Astronaut Buzz Aldrin walks on the surface of the moon near the leg of the lunar module Eagle during the Apollo 11 mission. When NASA returns to the Moon, it will be with commercial partners.
Credit: NASA

Payload program is envisioned to foster a robust commercial space program in which NASA is one customer among many.

When NASA returns to the Moon in the next decade, it will be with a dramatically reshaped space program in which commercially owned and operated spacecraft support bold new missions to advance science and better understand the Moon’s resources, which could play an important role in future human space exploration.

NASA recently announced nine partners who can now bid on missions to deliver or support science and technology payloads to the Moon through the Commercial Lunar Payload Services program. Robotically delivering scientific equipment and payloads to the Moon will enable NASA to remotely conduct research there as work on the human spacecraft, Orion, moves forward.
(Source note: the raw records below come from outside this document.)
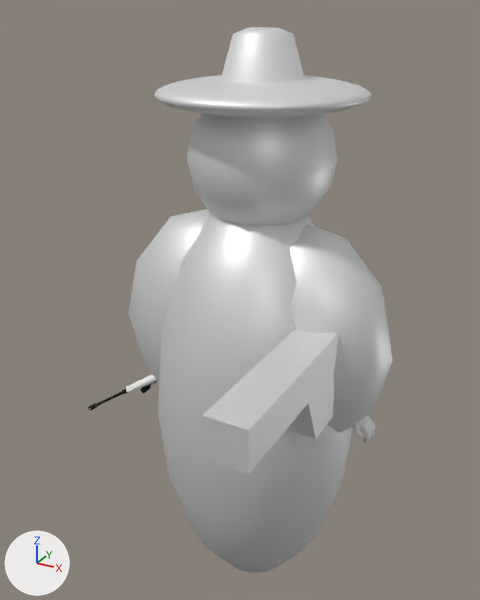
Renders of the COLLADA model Objects3d/operative_asset.dae from each side of a commit.
Both versions are drawn from a 50 mm camera at (21.2, -41.3, 45.4) aimed at (-0.2, -2.5, 25.9). The lights are fixed; the arrows at lower left show +X, +Y and +Z. Where no turn or scale is listed for an object, it has been applied to the vertices.

In view in the first picture: 'Icon'.
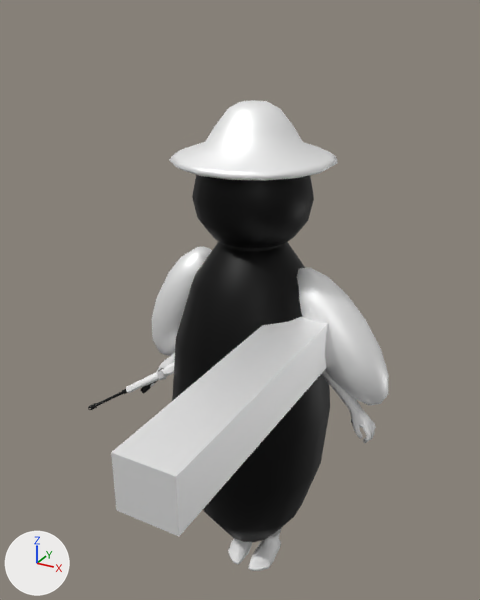
Commit message: redid model

What changed in the scene script:
```text
Add mat_default_002:
    mat_default_002 = bpy.data.materials.new('default.002')
    mat_default_002.use_nodes = True; mat_default_002.node_tree.nodes.clear()
    _N = mat_default_002.node_tree.nodes; _L = mat_default_002.node_tree.links
    n0 = _N.new('ShaderNodeBsdfPrincipled'); n0.name = 'Principled BSDF'
    n0.inputs[1].default_value = 0.5  # 'Metallic'
    n1 = _N.new('ShaderNodeOutputMaterial'); n1.name = 'Material Output'
    n2 = _N.new('ShaderNodeVertexColor'); n2.name = 'Color Attribute'
    n2.layer_name = 'Col'
    _L.new(n0.outputs[0], n1.inputs[0])  # 'BSDF' to 'Surface'
    _L.new(n2.outputs[0], n0.inputs[0])  # 'Color' to 'Base Color'
Change me_iconmesh:
    used by ob_icon; location = (0.05, -0.04, 16.51)
    remove me_iconmesh.from_pydata(...)  # 880 vertices, 1736 faces; spans x -11.6..10.7, y -16.0..8.1, z -17.1..27.7
    remove me_iconmesh.materials.append(mat_default)  # white #e7e7e7
    add me_iconmesh.from_pydata(...)  # 624 vertices, 1228 faces; spans x -10.6..11.0, y -20.6..6.9, z -19.1..19.1
    me_iconmesh part 1: a new loose piece, a box spanning x 2.8..6.8, y -20.6..-0.5, z 0.7..4.4, in mat_default_002
    me_iconmesh part 2: the loose piece of 114 vertices spanning x -8.1..8.1, y -8.1..8.1, z -17.1..17.1 is rebuilt with 242 vertices and now spans x -6.6..6.3, y -6.1..6.9, z -19.1..16.6, in mat_default_002
    me_iconmesh part 3: the loose piece of 114 vertices spanning x -5.3..5.3, y -5.0..5.5, z 14.0..24.5 is rebuilt with 146 vertices and now spans x -6.1..5.8, y -5.5..6.3, z 14.5..19.1, in mat_default_002
    me_iconmesh part 4: a new loose piece of 114 vertices spanning x -10.6..-4.0, y -1.0..4.3, z -3.7..7.3, in mat_default_002
    me_iconmesh part 5: a new loose piece of 114 vertices spanning x 2.8..11.0, y -1.5..3.6, z -2.7..7.4, in mat_default_002
    me_iconmesh part 6: the loose piece of 514 vertices spanning x -7.2..7.3, y -7.0..7.5, z 22.5..27.7 is deleted
    me_iconmesh part 7: the loose piece of 14 vertices spanning x 4.9..7.7, y -16.0..-3.4, z 2.5..9.0 is deleted
    me_iconmesh part 8
    124 vertices are removed from x -11.6..10.7, y -5.0..5.0, z -3.0..15.2
    240 faces are deleted
    add me_iconmesh.materials.append(mat_default_002)
Change ob_icon:
    ob_icon.location: (0.05, -0.04, 16.51) -> (-0.76, 0.51, 20.31)
```

Pixel boxes (x1, y1, x2, y2) of what changed, in the pictures (480 x 600 px):
'Icon', reshaped, moved (19% shorter)
    before: (129, 27, 393, 573)
    after: (111, 100, 389, 542)
part 1 of me_iconmesh, added
    after: (111, 317, 328, 536)
part 2 of me_iconmesh, rebuilt (19% narrower)
    before: (158, 213, 353, 573)
    after: (172, 175, 330, 542)
part 3 of me_iconmesh, rebuilt
    before: (187, 113, 337, 225)
    after: (169, 100, 338, 181)
part 4 of me_iconmesh, added
    after: (152, 247, 212, 356)
part 5 of me_iconmesh, added
    after: (297, 268, 389, 406)
part 6 of me_iconmesh, deleted
    before: (154, 27, 372, 117)
part 7 of me_iconmesh, deleted
    before: (202, 330, 338, 475)
part 8 of me_iconmesh, deleted
    before: (129, 209, 393, 433)

“We are doing something that has never been done before. We want to be one customer of many customers in a robust marketplace between the Earth and the Moon. We want multiple providers that are competing … on cost and innovation,” said NASA Administrator Jim Bridenstine, at an event announcing the commercial partners. The program aligns with Space Policy Directive 1, signed by President Donald Trump on December 11, 2017.

Thomas Zurbuchen, Associate Administrator of NASA’s Science Mission Directorate, said NASA’s return to the Moon will enable scientists to conduct important research that’s not possible anywhere else. As an example, he pointed to an Apollo experiment in which astronauts placed aluminum foil on the surface of the Moon.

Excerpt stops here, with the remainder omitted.